India pulled off one of its greatest Test wins, responding from a nightmare start to the Border Gavaskar series to stun Australia by eight wickets at the MCG.
An Ajinkya Rahane-inspired India bounced back from its record-low of 36 in Adelaide 10 days ago to chase down Australia’s fourth-innings target of 70 in the second Test.
Even without star captain Virat Kohli, India levelled the series at one-all to become the first touring side to win consecutive Boxing Day Tests in Melbourne since England in 1982 and 1986.
Australia’s lower order, spearheaded by young all-rounder Cameron Green, added 67 runs in the first session on day four after resuming on 6-133 to be all out for 200.
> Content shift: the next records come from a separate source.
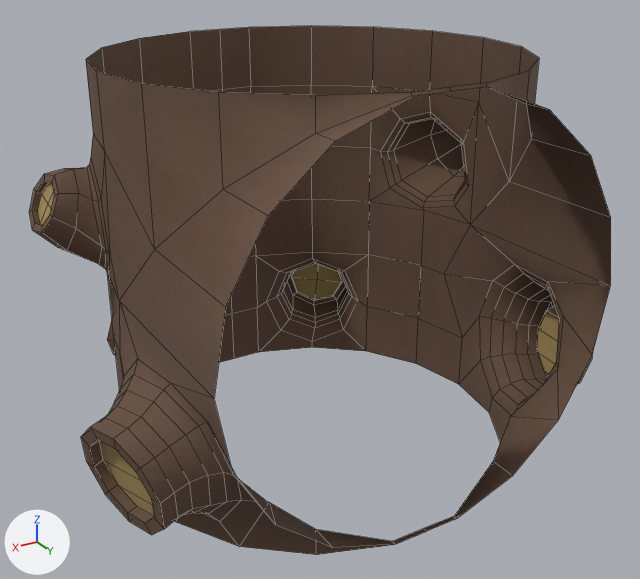
The FBX model Assets/Models/Logs/3WAY_WOOD.fbx: old version first, new version second.
Before and after are seen from a camera (50 mm lens) standing at (1.045, 1.773, 0.8) and looking at (-0.013, 0.01, -0.082). Lighting does not change. The marker at lower left points along +X, +Y and +Z. Mesh edges are drawn as thin lines. Where no turn or scale is listed for an object, it has been applied to the vertices.

Script lines for the objects in view, before the commit:
```python
me_mesh = bpy.data.meshes.new('Mesh')
me_mesh.from_pydata(...)  # 515 vertices, 486 faces; spans x -0.662..0.662, y -0.578..0.5, z -0.5..0.5
me_mesh.materials.append(mat_3way_wood)
ob_3way_wood = bpy.data.objects.new('3WAY_WOOD', me_mesh)
ob_3way_wood.location = (0.0, 0.0, 0.0)
```
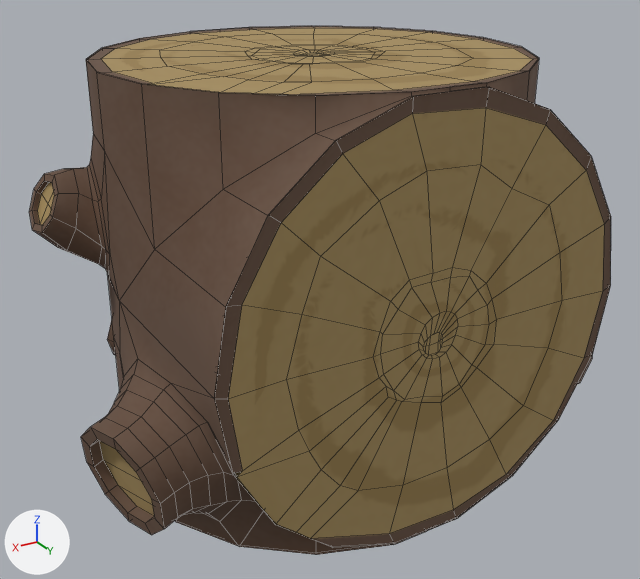
Location of each change, [x1, y1, x2, y2] in pixels of the pictures (640 x 579 px):
'Log_Cap003', added: after [214, 87, 610, 547]
'Log_Cap', added: after [87, 26, 539, 96]
'Log_Cap2', added: after [215, 364, 242, 476]

Edits to the bpy script that builds the scene:
```text
Add img_log_grp_end_wood_roughness_png:
    img_log_grp_end_wood_roughness_png = load_image('LOG_GRP_END_WOOD_Roughness.png', 'Textures/LOG_GRP_END_WOOD_Roughness.png', 2048, 2048, 'Non-Color')
Add img_log_grp_end_wood_basecolor_png:
    img_log_grp_end_wood_basecolor_png = load_image('LOG_GRP_END_WOOD_BaseColor.png', 'Textures/LOG_GRP_END_WOOD_BaseColor.png', 2048, 2048, 'sRGB')
Add mat_end_wood:
    mat_end_wood = bpy.data.materials.new('END_WOOD')
    # uses the picture img_log_grp_end_wood_basecolor_png
    # uses the picture img_log_grp_end_wood_roughness_png
Add me_mesh_003:
    me_mesh_003.from_pydata(...)  # 135 vertices, 123 faces; spans x -0.501..0.499, y -0.009..-0.008, z -0.493..0.492
    me_mesh_003.materials.append(mat_end_wood)
Add me_mesh_001:
    me_mesh_001.from_pydata(...)  # 135 vertices, 123 faces; spans x -0.5..0.5, y -0.5..0.486, z 0.008..0.009
    me_mesh_001.materials.append(mat_end_wood)
Add me_mesh_002:
    me_mesh_002.from_pydata(...)  # 135 vertices, 123 faces; spans x -0.501..0.499, y -0.492..0.493, z -0.009..-0.008
    me_mesh_002.materials.append(mat_end_wood)
Add ob_log_cap003:
    ob_log_cap003 = bpy.data.objects.new('Log_Cap003', me_mesh_003)
    ob_log_cap003.location = (0.0, 0.507, 0.001)
Add ob_log_cap2:
    ob_log_cap2 = bpy.data.objects.new('Log_Cap2', me_mesh_001)
    ob_log_cap2.location = (-0.002, 0.006, -0.505)
Add ob_log_cap:
    ob_log_cap = bpy.data.objects.new('Log_Cap', me_mesh_002)
    ob_log_cap.location = (0.0, 0.0, 0.507)
```

India suffered some early anxious moments in the tiny chase, falling to 2-19, but rookie opener Shubman Gill (35 not out) and stand-in skipper Rahane (27 not out) guided the tourists home in the 16th over on Tuesday.
Led superbly by Rahane, who was awarded man of the match for his courageous 112 in the first innings, India controlled the contest from day one when they rolled Australia for 195.
Although Rahane’s 12th Test century, which Indian legend Sunil Gavaskar hailed as one of the most important innings in the country’s history, was vital, it was the bowlers who laid the foundation.
Australia’s batting problems were exposed by a disciplined Indian bowling unit that never allowed the batsmen to settle.
It was the first time since 1988 Australia have had a home Test without any batsman posting a half-century – Marnus Labuschagne’s first-innings 48 was the hosts’ top score.
India could have slumped when veteran quick Umesh Yadav hobbled off with a lower-leg injury, shortly after dismissing out-of-form opener Joe Burns for four to follow the Australian’s first-innings duck.
But star quick Jasprit Bumrah and pace debutant Mohammed Siraj stepped up with spinners Ravi Ashwin and Ravindra Jadeja to never relent against the brittle Australian top order.
The load was shared between the frontline attack in both innings, with Bumrah (six wickets), Ashwin (five) and Siraj (five) dominating.
“Character and attitude was really important going into the Test match, but there’s still lots to learn for us as a team,” Rahane said.
It was hard for us because (we were down to) four bowlers, but credit to each and every individual for showing their passion and their character.’’
India could be given an extra boost with speculation the next Test will be held at the MCG, instead of the SCG, due to the COVID-19 outbreak in Sydney’s Northern Beaches.
Its only concern will be finding a replacement fast bowler if Yadav is ruled out of the next match.
But Australia has plenty of soul-searching to do after losing its first Test on home soil since the corresponding match in 2018.
Justin Langer’s team went undefeated last summer with clean sweeps against Pakistan (2-0) and New Zealand (3-0).
Burns’ poor run will almost certainly see him dropped, particularly with David Warner set to return from injury.
But it wasn’t just the batting that cost Australia, with abysmal fielding in the first innings allowing India to reach 326.
Australia captain Tim Paine was left bitterly disappointed by the performance.
“We played pretty poor cricket and sloppy cricket for much of the Test match. That’s to take nothing away from India,” Paine said.
“They forced us into a number of mistakes with the bat and in the field, and when you do that against good sides, you make it very hard to win.”